- _GIVEN DATA_:
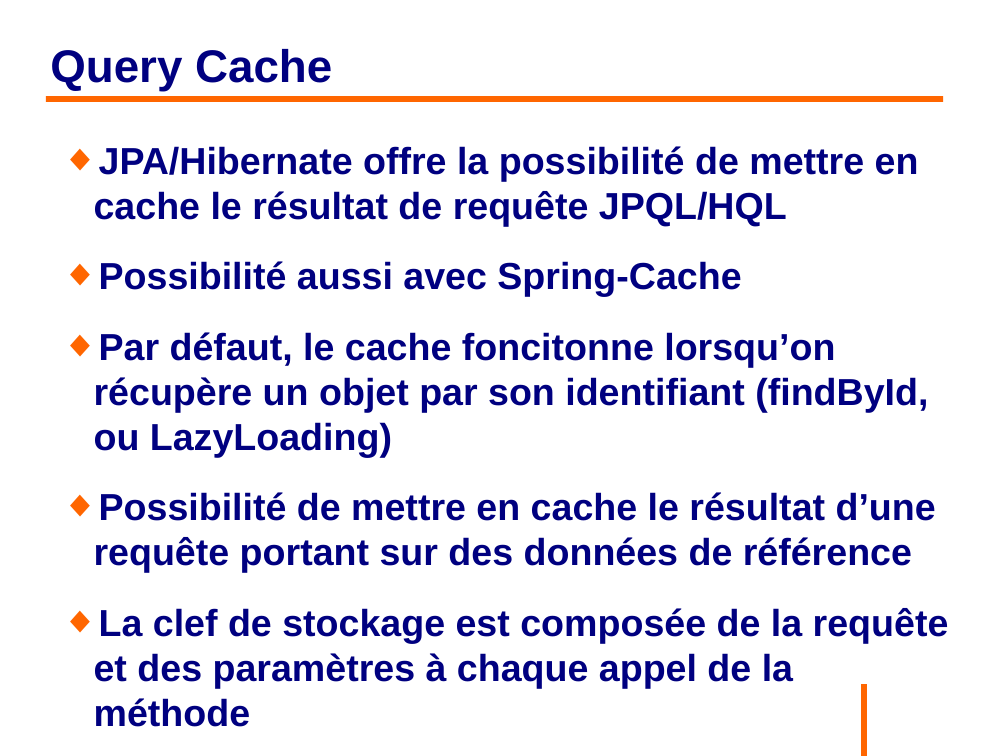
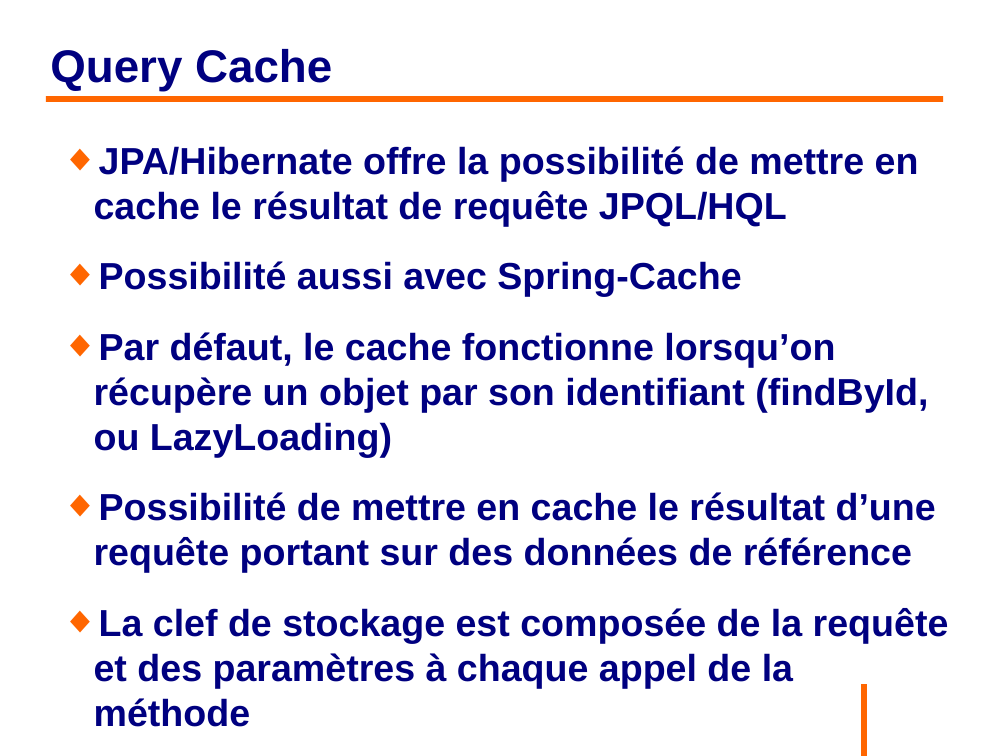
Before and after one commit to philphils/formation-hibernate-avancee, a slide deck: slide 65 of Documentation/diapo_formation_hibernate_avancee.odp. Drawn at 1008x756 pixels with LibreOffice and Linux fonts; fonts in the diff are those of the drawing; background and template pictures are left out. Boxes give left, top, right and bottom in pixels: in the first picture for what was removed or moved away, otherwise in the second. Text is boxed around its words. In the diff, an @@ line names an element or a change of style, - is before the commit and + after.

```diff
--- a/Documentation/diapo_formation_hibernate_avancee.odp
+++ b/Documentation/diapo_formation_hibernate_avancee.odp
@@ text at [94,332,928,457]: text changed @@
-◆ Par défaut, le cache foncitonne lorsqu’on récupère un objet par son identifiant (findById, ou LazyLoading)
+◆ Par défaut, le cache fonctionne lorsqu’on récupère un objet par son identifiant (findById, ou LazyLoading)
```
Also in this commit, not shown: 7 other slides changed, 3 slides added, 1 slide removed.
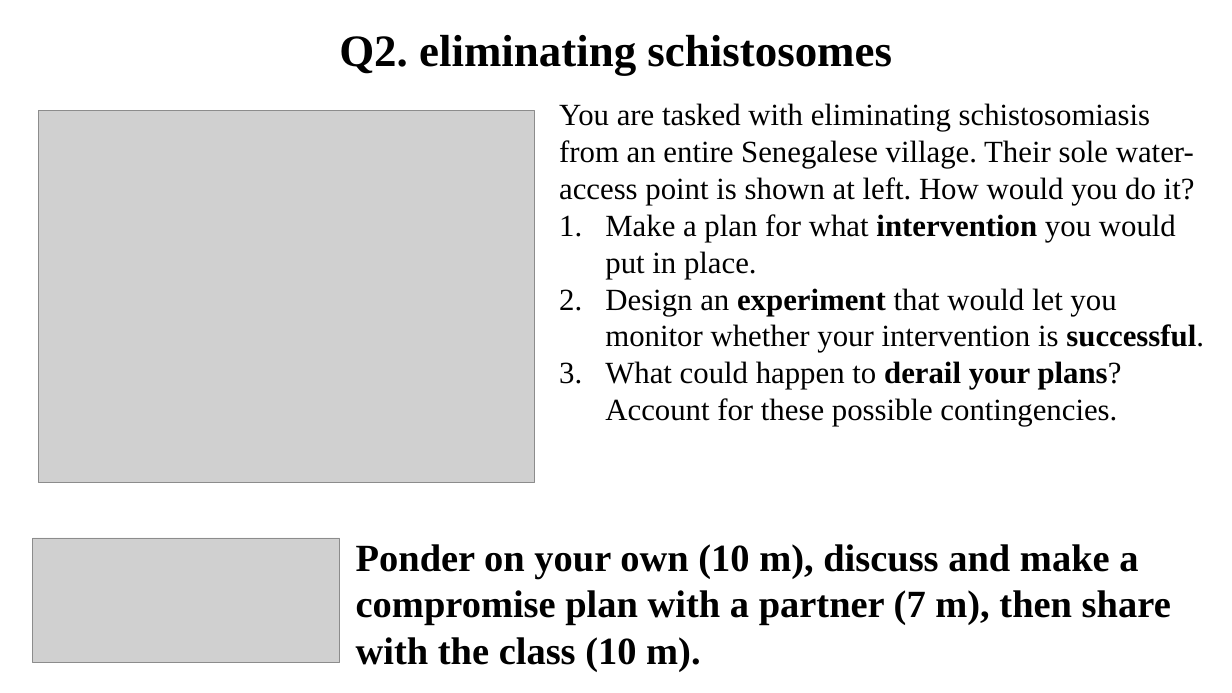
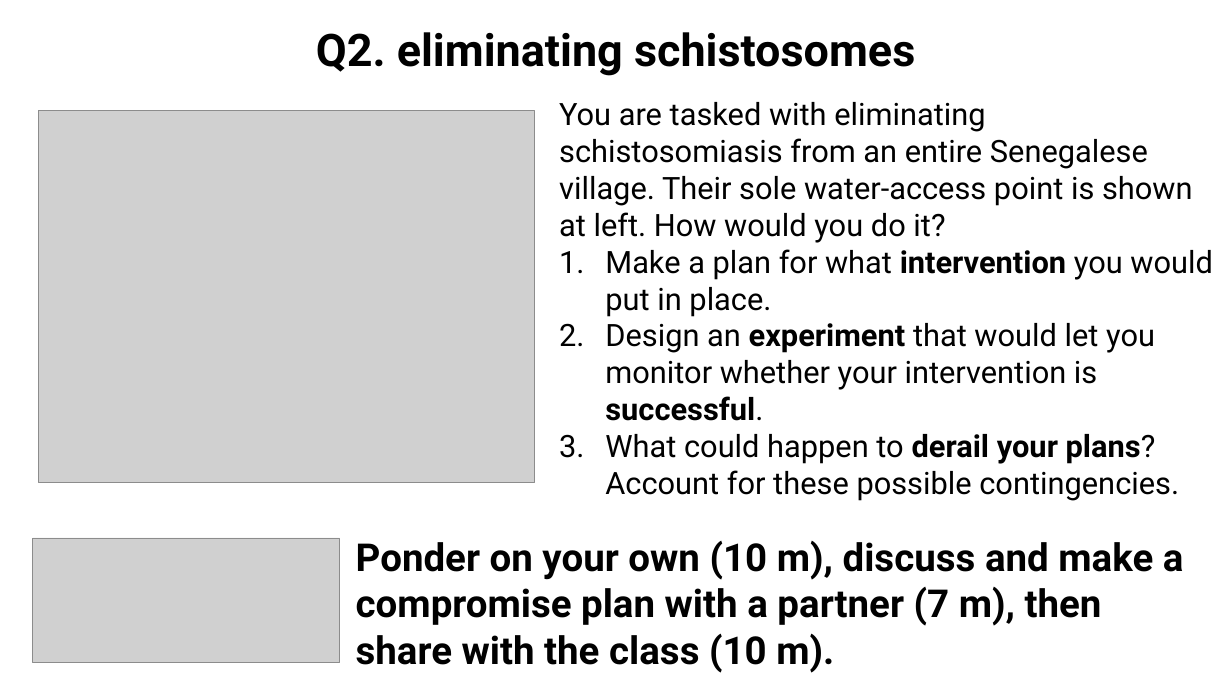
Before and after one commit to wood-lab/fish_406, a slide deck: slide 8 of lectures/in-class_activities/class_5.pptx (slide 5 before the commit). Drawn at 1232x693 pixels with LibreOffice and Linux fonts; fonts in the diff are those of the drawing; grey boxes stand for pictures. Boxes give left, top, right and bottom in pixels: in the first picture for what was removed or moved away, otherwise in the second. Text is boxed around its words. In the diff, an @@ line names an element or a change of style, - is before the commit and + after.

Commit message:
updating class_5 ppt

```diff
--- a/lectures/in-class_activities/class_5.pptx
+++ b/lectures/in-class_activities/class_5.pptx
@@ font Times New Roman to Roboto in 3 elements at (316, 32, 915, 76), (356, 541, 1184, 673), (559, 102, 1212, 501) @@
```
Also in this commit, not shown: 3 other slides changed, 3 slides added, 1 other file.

...

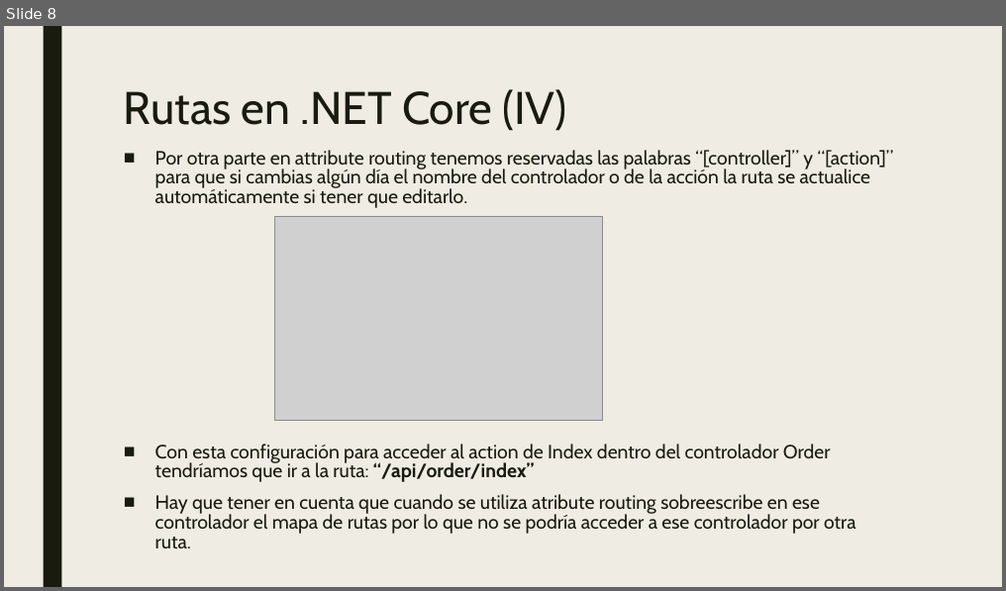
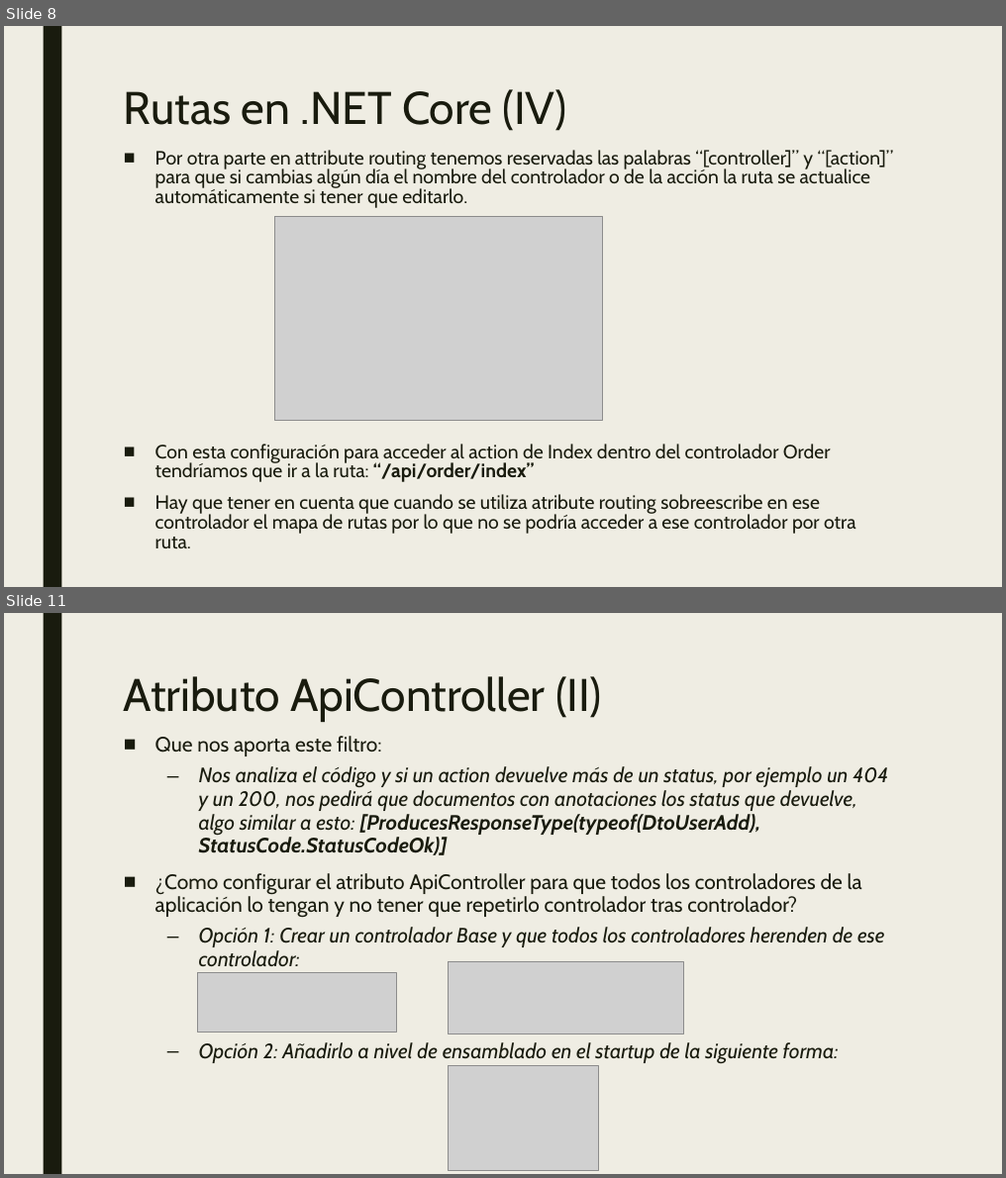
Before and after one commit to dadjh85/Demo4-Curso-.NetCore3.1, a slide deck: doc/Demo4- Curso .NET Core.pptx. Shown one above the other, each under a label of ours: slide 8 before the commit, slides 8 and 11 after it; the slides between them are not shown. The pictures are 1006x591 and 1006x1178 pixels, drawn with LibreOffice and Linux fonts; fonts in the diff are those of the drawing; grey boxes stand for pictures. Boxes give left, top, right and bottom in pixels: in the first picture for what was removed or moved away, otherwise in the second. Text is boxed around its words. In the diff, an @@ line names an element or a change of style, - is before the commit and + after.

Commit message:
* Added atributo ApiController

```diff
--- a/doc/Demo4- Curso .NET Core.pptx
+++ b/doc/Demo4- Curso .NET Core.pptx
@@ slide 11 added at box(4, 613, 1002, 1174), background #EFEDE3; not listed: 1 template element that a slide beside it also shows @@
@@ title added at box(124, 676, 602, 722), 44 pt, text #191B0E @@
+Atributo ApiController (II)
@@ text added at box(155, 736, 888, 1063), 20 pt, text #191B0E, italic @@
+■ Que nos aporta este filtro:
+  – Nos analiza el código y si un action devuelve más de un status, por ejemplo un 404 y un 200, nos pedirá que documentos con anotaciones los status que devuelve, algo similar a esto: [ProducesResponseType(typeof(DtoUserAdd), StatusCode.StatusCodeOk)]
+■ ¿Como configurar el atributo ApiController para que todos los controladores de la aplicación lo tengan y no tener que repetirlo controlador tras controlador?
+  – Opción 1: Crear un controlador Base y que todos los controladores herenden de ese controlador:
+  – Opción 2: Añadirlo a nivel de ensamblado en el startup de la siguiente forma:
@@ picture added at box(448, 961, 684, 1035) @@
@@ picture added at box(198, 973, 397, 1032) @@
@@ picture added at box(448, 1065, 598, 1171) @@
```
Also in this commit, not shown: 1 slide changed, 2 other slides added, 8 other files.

- _WHAT THE EXERCISE ASKS_:
Copy out, exactly and alone, the lines of the entries above between the ones holding "Before and after one commit to wood-lab/fish_406, a" and "Also in this commit, not shown: 3", inclusive.

- _SOLVED PROBLEM_:
Before and after one commit to wood-lab/fish_406, a slide deck: slide 8 of lectures/in-class_activities/class_5.pptx (slide 5 before the commit). Drawn at 1232x693 pixels with LibreOffice and Linux fonts; fonts in the diff are those of the drawing; grey boxes stand for pictures. Boxes give left, top, right and bottom in pixels: in the first picture for what was removed or moved away, otherwise in the second. Text is boxed around its words. In the diff, an @@ line names an element or a change of style, - is before the commit and + after.

Commit message:
updating class_5 ppt

```diff
--- a/lectures/in-class_activities/class_5.pptx
+++ b/lectures/in-class_activities/class_5.pptx
@@ font Times New Roman to Roboto in 3 elements at (316, 32, 915, 76), (356, 541, 1184, 673), (559, 102, 1212, 501) @@
```
Also in this commit, not shown: 3 other slides changed, 3 slides added, 1 other file.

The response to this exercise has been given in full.